COMMENT: RELATIONAL AUTONOMY AND THE REPORT OF THE CANADIAN COUNCIL OF ACADEMIES ON THE STATE OF KNOWLEDGE ON ADVANCE REQUESTS FOR MEDICAL ASSISTANCE IN DYING.
| Date | 01 January 2019 |
| Author | Landreville, Shane |
I INTRODUCTION
In 2015, the Supreme Court of Canada released its unanimous decision in Carter v Canada that a complete prohibition on medically assisted death was not justified under Section 7 of the Canadian Charter of Rights and Freedoms. (1) Section 7 states that '[e]veryone has the right to life, liberty and security of the person and the right not to be deprived thereof except in accordance with the principles of fundamental justice.' (2) The ruling in Carter declared the blanket prohibition on medically assisted dying in the Criminal Code in violation of this Charter provision and gave the Federal Government one year to amend the legislation. (3) In 2014 the Government introduced Bill C-14 which amended the Criminal Code to allow for Medical Assistance in Death (MAID) under limited and specific circumstances. (4)
The preamble to Bill C-14 outlines its legislative objective which seeks to strike a balance between the autonomy of persons who desire medical assistance in dying and the interests of vulnerable persons who need protection from coercion and despair. (5) The preamble further describes the legislative objective which is meant to provide an exemption to the Criminal Code provision for health care professionals aiding and abetting a person to end their own life. (6) The preamble also refers to'"robust safeguards' which are the specific eligibility criteria aimed at protecting vulnerable individuals from being induced to end their lives prematurely. (7)

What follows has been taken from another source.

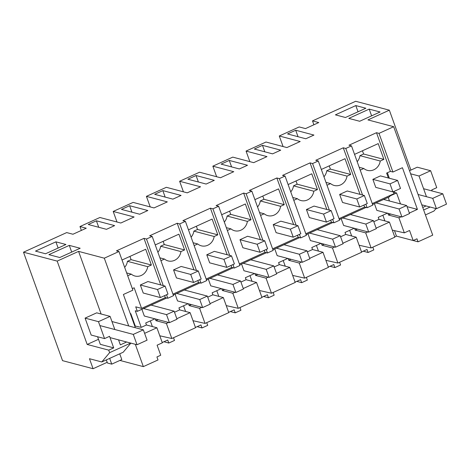 <?xml version="1.0" encoding="UTF-8"?>
<svg xmlns="http://www.w3.org/2000/svg" width="470" height="470" viewBox="0 0 470 470"><rect width="100%" height="100%" fill="white"/><g stroke="black" fill="none" stroke-linecap="round" stroke-linejoin="round"><path stroke-width="0.7" d="M410.915 170.075L389.348 110.18L367.945 119.909L393.672 126.706L432.717 235.153L418.053 241.815L413.177 240.523M418.053 241.815L416.966 238.801L413.171 240.528L409.558 230.488L404.335 232.856L398.913 217.798L401.116 216.793M313.889 124.773L312.497 120.896L318.772 122.558L305.477 128.598L299.202 126.935L279.28 135.989L300.195 141.517L286.9 147.562L265.985 142.028L246.063 151.082L266.978 156.61L253.683 162.655L232.768 157.121L212.845 166.174L233.76 171.703L220.465 177.748L199.55 172.214L179.628 181.267L200.543 186.796L187.248 192.835L166.333 187.307L146.411 196.36L167.326 201.888L154.031 207.928L133.116 202.4L113.194 211.453L134.109 216.981L120.813 223.021L99.898 217.493L79.976 226.546L86.251 228.203L72.956 234.242L66.681 232.585L23.5 252.202L62.539 360.649L93.078 368.721L107.184 362.311M389.348 110.18L355.673 101.279L312.497 120.896M81.369 230.423L79.976 226.546M116.995 222.01L113.194 211.453M150.212 206.923L146.411 196.36M183.429 191.831L179.628 181.267M216.647 176.738L212.845 166.174M249.864 161.645L246.063 151.082M283.081 146.552L279.28 135.989M393.672 126.706L379.008 133.368L376.499 132.704L348.975 145.212L351.49 145.876L345.791 148.461L343.282 147.797L315.758 160.305L318.272 160.969L312.573 163.554L310.065 162.89L282.541 175.398L285.055 176.062L279.356 178.647L276.848 177.983L249.323 190.491L251.838 191.155L246.139 193.74L243.63 193.076L216.106 205.584L218.621 206.248L212.922 208.833L210.413 208.169L182.889 220.677L185.403 221.341L179.704 223.926L177.196 223.262L149.672 235.77L152.186 236.428L149.337 237.726L146.487 239.018L143.979 238.355L116.454 250.857L118.963 251.52L104.305 258.183L128.704 325.963M409.352 213.051L417.419 209.385L402.42 167.714L392.926 172.026L379.008 133.368M413.171 240.528L396.439 236.105L394.741 236.874M104.305 258.183L78.578 251.385L57.175 261.108L23.5 252.202M355.808 105.58L335.404 114.85L345.444 117.506L365.848 108.235L355.808 105.58L358.04 111.778M92.32 222.651L96.397 220.8L114.627 225.618L106.479 229.319L88.248 224.501L92.32 222.651M139.696 214.232L121.466 209.409L129.614 205.707L147.844 210.525L139.696 214.232M162.832 190.614L154.683 194.316L172.913 199.139L181.062 195.432L162.832 190.614L165.164 197.089M229.266 160.429L247.496 165.252L239.353 168.953L221.117 164.13L229.266 160.429L231.598 166.903M287.552 133.944L295.701 130.243L313.931 135.066L305.788 138.768L287.552 133.944M187.9 179.223L196.049 175.522L214.279 180.345L206.136 184.046L187.9 179.223M55.901 241.839L35.497 251.109L45.537 253.765L65.941 244.494L55.901 241.839L58.133 248.042M262.483 145.336L254.335 149.037L272.571 153.86L280.713 150.159L262.483 145.336L264.816 151.81M69.29 245.381L48.886 254.652L59.761 257.525L80.164 248.254L69.29 245.381L71.704 252.096M369.197 109.116L380.071 111.995L359.668 121.266L348.787 118.387L369.197 109.116L371.611 115.837M425.432 214.919L433.957 211.042L436.025 208.592M363.228 251.192L368.104 252.484L373.797 249.893L372.822 247.179M392.926 172.026L390.417 171.368L376.499 132.704M388.385 177.989L386.622 173.089L390.417 171.368M387.386 172.743L389.366 178.248M394.089 191.372L394.471 192.418L396.562 192.97L400.499 203.904M407.044 206.641L417.419 209.385M398.913 217.798L388.455 215.031L387.826 213.28M390.658 214.032L388.455 215.031M384.895 220.912L382.856 215.237M404.335 232.856L392.315 230.141M396.439 236.105L394.471 230.629M152.374 326.556L150.329 320.887M162.221 342.524L167.714 340.027L168.8 343.035L163.924 341.749M173.512 337.73L174.493 340.45L168.8 343.035M206.73 322.637L207.711 325.357L202.018 327.943L200.931 324.935L195.438 327.431M239.947 307.545L240.928 310.265L235.235 312.85L234.148 309.842L228.655 312.339M273.164 292.458L274.145 295.172L268.452 297.757L267.365 294.749L261.872 297.246M306.381 277.365L307.362 280.079L301.67 282.67L300.583 279.656L295.089 282.153M339.599 262.272L340.58 264.986L334.887 267.577L333.8 264.563L328.307 267.06M368.104 252.484L367.017 249.47L361.524 251.967M351.678 236.005L349.639 230.329M318.46 251.097L316.422 245.422M285.243 266.19L283.204 260.515M252.026 281.277L249.987 275.608M218.809 296.37L216.77 290.701M185.591 311.463L183.553 305.794M351.49 145.876L372.816 205.12L367.123 207.705L365.86 204.197M362.564 195.038L345.791 148.461M372.258 203.569L394.03 193.675L393.331 191.719M354.545 154.366L378.221 143.608L383.896 159.377L363.604 154.013L362.44 150.776M357.182 161.698A10.986 10.093 104.8 0 0 359.961 155.664L380.248 161.028L383.896 159.377M380.248 161.028A10.986 10.093 -75.2 0 1 367.417 170.363A10.986 10.093 -75.2 0 1 363.809 168.501L360.22 170.128M392.902 191.913L375.753 187.377L372.863 179.34L390.012 183.876L392.902 191.913L400.499 188.458L397.602 180.427L390.012 183.876M397.602 180.427L380.453 175.892L372.863 179.34M295.701 130.243L298.033 136.717M426.067 205.954L422.747 207.464M430.132 207.029L423.652 209.972M432.13 190.973L431.76 189.939L436.742 187.671L430.643 170.733L419.017 176.015L426.46 196.701M389.477 195.743L389.806 196.642L372.581 204.468M389.477 200.99L388.179 197.382M393.707 192.765L394.471 192.418M389.618 196.125L396.562 192.97M141.893 309.284L144.319 316.022L169.417 322.661L177.014 319.212L174.117 311.175L166.527 314.624L143.52 308.543M135.307 344.298L143.344 366.629L158.008 359.967L156.921 356.953L160.722 355.232L157.103 345.186L162.326 342.818L156.904 327.755L146.446 324.987L141.223 327.361L135.26 310.793L137.352 311.346L135.724 306.828L141.582 308.379L165.305 297.598L164.606 295.642M146.446 324.987L145.724 322.984L154.888 318.819M158.137 319.676L155.934 320.675L155.306 318.93M159.794 335.791L171.814 338.506L195.543 327.725L190.121 312.662L179.663 309.895L174.505 312.239M179.663 309.895L178.941 307.891L188.106 303.726M191.355 304.584L189.151 305.582L188.523 303.837M193.011 320.699L205.032 323.413L228.761 312.632L223.338 297.569L212.881 294.808L207.722 297.146M212.881 294.808L212.158 292.798L221.323 288.633M224.572 289.491L222.369 290.495L221.74 288.745M226.229 305.606L238.249 308.32L261.978 297.539L256.555 282.476L246.098 279.715L240.94 282.059M246.098 279.715L245.375 277.705L254.54 273.54M257.789 274.398L255.586 275.402L254.957 273.652M259.446 290.513L271.466 293.227L295.195 282.447L289.773 267.383L279.315 264.622L274.157 266.966M279.315 264.622L278.593 262.613L287.757 258.447M291.006 259.305L288.803 260.31L288.175 258.559M292.663 275.42L304.683 278.134L328.413 267.354L322.99 252.29L312.532 249.529L307.374 251.873M312.532 249.529L311.81 247.52L320.975 243.354M324.224 244.212L322.021 245.217L321.392 243.466M325.88 260.327L337.901 263.041L361.63 252.261L356.207 237.197L345.75 234.436L340.591 236.78M345.75 234.436L345.027 232.427L354.192 228.261M357.441 229.125L355.238 230.124L354.609 228.373M359.098 245.234L371.118 247.949L394.847 237.168L389.424 222.11L378.967 219.343L373.809 221.687M378.967 219.343L378.244 217.334L387.409 213.168M374.414 203.633L376.84 210.378L401.944 217.011L409.535 213.562L406.644 205.531L399.048 208.98L376.041 202.899M341.197 218.726L343.623 225.471L368.727 232.104L376.317 228.655L373.427 220.624L365.83 224.072L342.824 217.992M307.979 233.819L310.406 240.564L335.51 247.197L343.1 243.748L340.21 235.717L332.613 239.165L309.607 233.079M274.762 248.912L277.188 255.657L302.286 262.289L309.883 258.841L306.992 250.81L299.396 254.258L276.389 248.172M241.545 264.005L243.971 270.743L269.069 277.382L276.666 273.934L273.775 265.903L266.179 269.351L243.172 263.265M208.328 279.098L210.754 285.836L235.852 292.475L243.448 289.026L240.558 280.99L232.961 284.444L209.955 278.358M175.11 294.191L177.537 300.929L202.635 307.568L210.231 304.119L207.335 296.082L199.744 299.537L176.738 293.45M152.186 236.428L173.512 295.671L167.819 298.262L165.305 297.598M367.123 207.705L364.614 207.041L363.909 205.084M339.04 218.662L364.614 207.041M318.272 160.969L339.599 220.213L333.906 222.798L331.397 222.134L330.692 220.177M305.823 233.755L331.397 222.134M285.055 176.062L306.381 235.305L300.688 237.891L298.18 237.227L297.475 235.27M272.606 248.847L298.18 237.227M251.838 191.155L273.164 250.393L267.471 252.983L264.963 252.32L264.257 250.363M239.389 263.934L264.963 252.32M218.621 206.248L239.947 265.485L234.254 268.076L231.739 267.412L231.04 265.456M206.171 279.027L231.739 267.412M185.403 221.341L206.73 280.578L201.037 283.169L198.522 282.505L197.823 280.549M172.954 294.12L198.522 282.505M359.961 155.664L363.604 154.013M359.192 167.279L363.809 168.501M419.017 176.015L410.627 173.8M430.643 170.733L417.254 167.197L409.517 170.71M366.071 207.429L339.363 219.561M332.854 222.522L306.146 234.653M299.637 237.614L272.929 249.746M266.42 252.707L239.712 264.839M233.202 267.794L206.495 279.932M199.985 282.887L173.277 295.025M166.768 297.98L137.352 311.346M389.424 222.11L376.135 228.144M371.118 247.949L365.695 232.885L355.238 230.124M365.695 232.885L367.898 231.886M171.814 338.506L166.392 323.442L155.934 320.675M144.607 333.342L156.904 327.755M118.963 251.52L132.881 290.178L123.393 294.49L135.354 327.719M143.344 366.629L119.909 360.431M130.866 343.123L123.187 352.241L101.784 361.965L89.476 358.716L93.078 368.721M101.784 361.965L109.627 352.653L108.723 350.144L87.179 344.445L57.175 261.108M190.121 312.662L176.832 318.701M166.392 323.442L168.595 322.444M134.72 325.957L141.223 327.361M141.582 308.379L134.167 287.793L132.323 288.633M78.578 251.385L101.121 314.007M130.701 343.077L109.627 352.653M126.636 342.001L120.349 344.863L118.552 339.869M108.723 350.144L113.705 347.882L109.545 336.332L104.563 338.594L98.465 321.662L110.092 316.38L114.827 329.523M98.506 339.305L87.179 344.445M113.705 347.882L100.322 344.34L97.584 336.749M160.746 284.926L143.979 238.355M122.024 260.016L145.694 249.259L151.369 265.021L131.083 259.657L129.92 256.426M124.662 267.348A10.986 10.093 104.8 0 0 127.441 261.314L147.727 266.678L151.369 265.021M147.727 266.678A10.986 10.093 -75.2 0 1 134.89 276.007A10.986 10.093 -75.2 0 1 131.289 274.145L127.699 275.778M160.382 297.557L143.233 293.022L140.336 284.99L157.491 289.526L160.382 297.557L167.972 294.108L165.082 286.077L157.491 289.526M165.082 286.077L147.933 281.542L140.336 284.99M167.819 298.262L166.556 294.755M163.255 285.59L146.487 239.018M96.397 220.8L98.729 227.268M135.16 325.757L130.819 313.707L130.384 313.907M130.255 313.561L130.819 313.707M110.092 316.38L96.708 312.838L85.082 318.12L91.18 335.057L104.563 338.594M98.465 321.662L85.082 318.12M127.441 261.314L131.083 259.657M126.671 272.923L131.289 274.145M334.887 267.577L330.011 266.284M356.207 237.197L342.918 243.237M337.901 263.041L332.478 247.978L322.021 245.217M332.478 247.978L334.681 246.979M333.906 222.798L332.643 219.29M329.341 210.131L312.573 163.554M360.049 194.374L343.282 147.797M321.327 169.459L345.004 158.701L350.679 174.47L330.387 169.1L329.223 165.869M323.965 176.791A10.986 10.093 104.8 0 0 326.744 170.757L347.03 176.121L350.679 174.47M347.03 176.121A10.986 10.093 -75.2 0 1 334.199 185.456A10.986 10.093 -75.2 0 1 330.592 183.594L327.002 185.221M359.685 207L342.536 202.47L339.646 194.433L356.795 198.969L359.685 207L367.281 203.551L364.385 195.52L356.795 198.969M364.385 195.52L347.236 190.984L339.646 194.433M326.744 170.757L330.387 169.1M325.974 182.372L330.592 183.594M301.67 282.67L296.793 281.377M322.99 252.29L309.701 258.33M304.683 278.134L299.261 263.071L288.803 260.31M299.261 263.071L301.464 262.072M300.688 237.891L299.425 234.383M296.124 225.224L279.356 178.647M326.832 209.467L310.065 162.89M288.11 184.551L311.78 173.794L317.462 189.557L297.169 184.193L296.006 180.962M290.748 191.883A10.986 10.093 104.8 0 0 293.527 185.85L313.813 191.214L317.462 189.557M313.813 191.214A10.986 10.093 -75.2 0 1 300.982 200.549A10.986 10.093 -75.2 0 1 297.375 198.687L293.785 200.314M326.468 222.093L309.319 217.563L306.428 209.526L323.577 214.062L326.468 222.093L334.064 218.644L331.168 210.613L323.577 214.062M331.168 210.613L314.019 206.077L306.428 209.526M293.527 185.85L297.169 184.193M292.757 197.465L297.375 198.687M268.452 297.757L263.576 296.47M289.773 267.383L276.483 273.423M271.466 293.227L266.043 278.164L255.586 275.402M266.043 278.164L268.247 277.165M267.471 252.983L266.208 249.476M262.906 240.317L246.139 193.74M293.615 224.56L276.848 177.983M254.893 199.644L278.563 188.887L284.238 204.65L263.952 199.286L262.789 196.055M257.531 206.976A10.986 10.093 104.8 0 0 260.31 200.943L280.596 206.307L284.238 204.65M280.596 206.307A10.986 10.093 -75.2 0 1 267.765 215.642A10.986 10.093 -75.2 0 1 264.158 213.78L260.568 215.407M293.251 237.186L276.101 232.65L273.211 224.619L290.36 229.154L293.251 237.186L300.847 233.737L297.951 225.706L290.36 229.154M297.951 225.706L280.801 221.17L273.211 224.619M196.049 175.522L198.381 181.996M260.31 200.943L263.952 199.286M259.54 212.558L264.158 213.78M235.235 312.85L230.359 311.563M256.555 282.476L243.266 288.515M238.249 308.32L232.826 293.257L222.369 290.495M232.826 293.257L235.029 292.258M234.254 268.076L232.991 264.569M229.689 255.404L212.922 208.833M260.398 239.653L243.63 193.076M221.675 214.737L245.346 203.98L251.021 219.743L230.735 214.379L229.572 211.148M224.313 222.069A10.986 10.093 104.8 0 0 227.092 216.036L247.379 221.399L251.021 219.743M247.379 221.399A10.986 10.093 -75.2 0 1 234.548 230.735A10.986 10.093 -75.2 0 1 230.94 228.867L227.351 230.5M260.033 252.278L242.884 247.743L239.994 239.712L257.143 244.247L260.033 252.278L267.624 248.83L264.733 240.799L257.143 244.247M264.733 240.799L247.584 236.263L239.994 239.712M227.092 216.036L230.735 214.379M226.323 227.65L230.94 228.867M202.018 327.943L197.142 326.656M223.338 297.569L210.049 303.608M205.032 323.413L199.609 308.349L189.151 305.582M199.609 308.349L201.812 307.351M201.037 283.169L199.774 279.662M196.472 270.497L179.704 223.926M227.18 254.746L210.413 208.169M188.458 229.83L212.129 219.073L217.804 234.836L197.518 229.472L196.354 226.24M191.096 237.162A10.986 10.093 104.8 0 0 193.875 231.128L214.161 236.492L217.804 234.836M214.161 236.492A10.986 10.093 -75.2 0 1 201.33 245.828A10.986 10.093 -75.2 0 1 197.723 243.959L194.133 245.593M226.816 267.371L209.667 262.836L206.776 254.805L223.926 259.34L226.816 267.371L234.407 263.923L231.516 255.892L223.926 259.34M231.516 255.892L214.367 251.356L206.776 254.805M129.614 205.707L131.947 212.182M193.875 231.128L197.518 229.472M193.105 242.743L197.723 243.959M193.963 269.833L177.196 223.262M155.241 244.923L178.911 234.166L184.587 249.928L164.3 244.564L163.137 241.333M157.879 252.255A10.986 10.093 104.8 0 0 160.658 246.221L180.944 251.585L184.587 249.928M180.944 251.585A10.986 10.093 -75.2 0 1 168.113 260.921A10.986 10.093 -75.2 0 1 164.506 259.052L160.916 260.686M193.599 282.464L176.45 277.929L173.553 269.897L190.708 274.433L193.599 282.464L201.189 279.016L198.299 270.984L190.708 274.433M198.299 270.984L181.15 266.449L173.553 269.897M160.658 246.221L164.3 244.564M159.888 257.836L164.506 259.052M383.632 199.445L406.644 205.531M401.944 217.011L399.048 208.98M350.414 214.537L373.427 220.624M368.727 232.104L365.83 224.072M317.197 229.63L340.21 235.717M335.51 247.197L332.613 239.165M283.98 244.723L306.992 250.81M302.286 262.289L299.396 254.258M250.763 259.816L273.775 265.903M269.069 277.382L266.179 269.351M217.545 274.909L240.558 280.99M235.852 292.475L232.961 284.444M184.328 290.002L207.335 296.082M202.635 307.568L199.744 299.537M151.111 305.095L174.117 311.175M169.417 322.661L166.527 314.624M418.077 194.486L432.717 198.358L442.775 193.787L446.5 204.127L436.442 208.698L432.717 198.358M423.588 188.711L442.775 193.787M421.802 204.826L436.442 208.698M119.733 353.816L121.8 359.568L111.742 364.138L107.436 363.005L106.32 359.908M99.875 325.569L133.286 334.405L143.344 329.834L147.069 340.174L137.011 344.745L133.286 334.405M111.948 321.533L143.344 329.834M110.009 337.607L137.011 344.745M111.742 364.138L109.669 358.387"/></g></svg>

Eligibility Criteria for MAID: (8)
s 241.2 (1)(a) they are ... eligible for health services funded by a government in Canada;
(b) they are at least 18 years of age and capable of making decisions with respect to their health;
(c) they have a grievous and irremediable medical condition;
(d) they have made a voluntary request for medical assistance in dying that, in particular, was not made as a result of external pressure; and
(e) they give informed consent to receive medical assistance in dying after having been informed of the means that are available to relieve their suffering, including palliative care.
The legislation further defines the third criteria and outlines what it means for a person to have a grievous and irremediable medical condition. To meet this requirement, the patient must have a serious and incurable disease and be in an advanced state of irreversible decline, the illness must be causing intolerable physical or psychological suffering, and their death must be reasonably foreseeable. (9) If a patient has a grievous and irremediable medical condition causing intolerable suffering, MAID can enable these individuals to have a planned and peaceful medically assisted death.
Even with these recent legislative amendments, the issues underlying MAID are still a subject of public, legal and moral debate. To better understand the debate and effects of MAID, the Federal Government asked the Council of Canadian Academies to study three specific issues concerning MAID; the application for mature minors, where a mental disorder is the sole underlying medical condition and the use of advance requests. A panel of experts (the Panel) formed to study these issues through an independent, evidence-based review. The panel does not necessarily provide recommendations or evaluate the current legislation or legal arguments, they only collect and assess the evidence concerning the three specific areas of mature minors, advance requests and mental disorders and the clinical, legal, cultural, ethical, and historical context in Canada. (10)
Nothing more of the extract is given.